Per the article, sometimes they burn up, sometimes they don't.
The big culprit I was remembering isn't Starlink, but SpaceX, with the debris being potentially lethal (over 6 feet, too heavy for one person to move.)
From the same professor: https://wlos.com/news/local/professor-spacexs-lack-of-accountability-for-space-debris-frustrating-nasa-samantha-lawlwer-university-of-regina-saskatchewan-canada
Musk's companies are notorious for lack of responsibility. At least Cards Against Humanity held they're get to the fire for a minute.
I ran into this dramatization for media hits before, with the complaint about rocket launches and their contribution to pollution. People were all about getting out the pitchforks, especially since it was mainly about Elon Musk, but when the actual numbers were mentioned (very small), suddenly, I was the bad guy. No one likes real facts.
Now, should we be launching so many things that are designed to fall back down so soon? Probably not, that's the mark of a disposable society in high gear. But how we're doing things, and why, should be the focus, not a headline that makes it sound like things are falling out of the sky to hit people.
and, is that half an F150 or half a Ranger?
I yearn for the day Kessler Syndrome finally locks us on this rock with the billionaires that have ruined this planet for personal gains.
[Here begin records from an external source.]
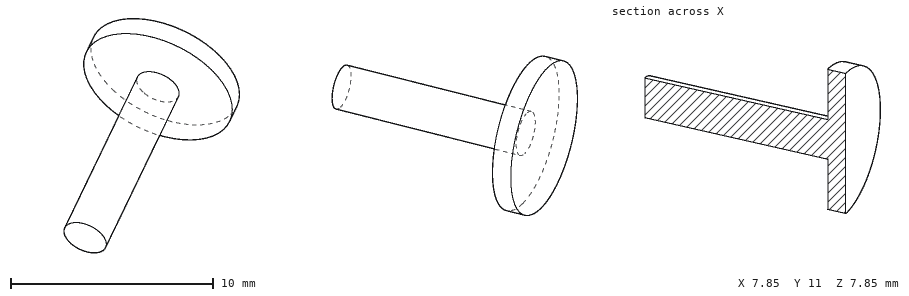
import cadquery as cq

total_length = 11.0
head_diameter = 7.85
head_thickness = 1.0
shank_diameter = 2.24
shank_length = total_length - head_thickness

head_back = cq.Workplane("XZ", origin=(0, total_length / 2, 0))
head = head_back.circle(head_diameter / 2).extrude(head_thickness)

result = head.faces("<Y").workplane().circle(shank_diameter / 2).extrude(shank_length)

Their hastily built escape rockets coming face to face with chunks of debris travelling at orbital velocity, would truly be poetic justice.
Heralding the beginning of an actual civilised society, one without the people that spend their lives manipulating world governments and public opinion through lobbying and mass media.
The syndrome is kind of already in effect it's just in very early cycles. It was a few months ago the ISS made emergency maneuvers to avoid debris and a few weeks ago some telecom satellite lost comms and they assume from debris. Won't be long as more debris multiplies that it becomes unmanageable and untraceable so bad that your scenario starts happening.
Although realistically with the strides we've made in orbital liftoff weights they'll probably start armoring shit.
Given that they left the shuttle booster unpainted to save on weight, I doubt we'll be able to launch anything with armour that can stop anything but the smallest shards from doing damage, we also already amrour everything to protect against the constant bombardment of space debris, where even a spec of dust can create a 2mm hole
https://www.esa.int/Space_Safety/Space_Debris/Hypervelocity_impacts_and_protecting_spacecraft

Depending on trajectory, space debris in orbit can hit you with up to 10x the velocity of an armor-piercing sabot round (which is just a metal dart). So even tanks on earth aren't armored nearly enough to survive space debris.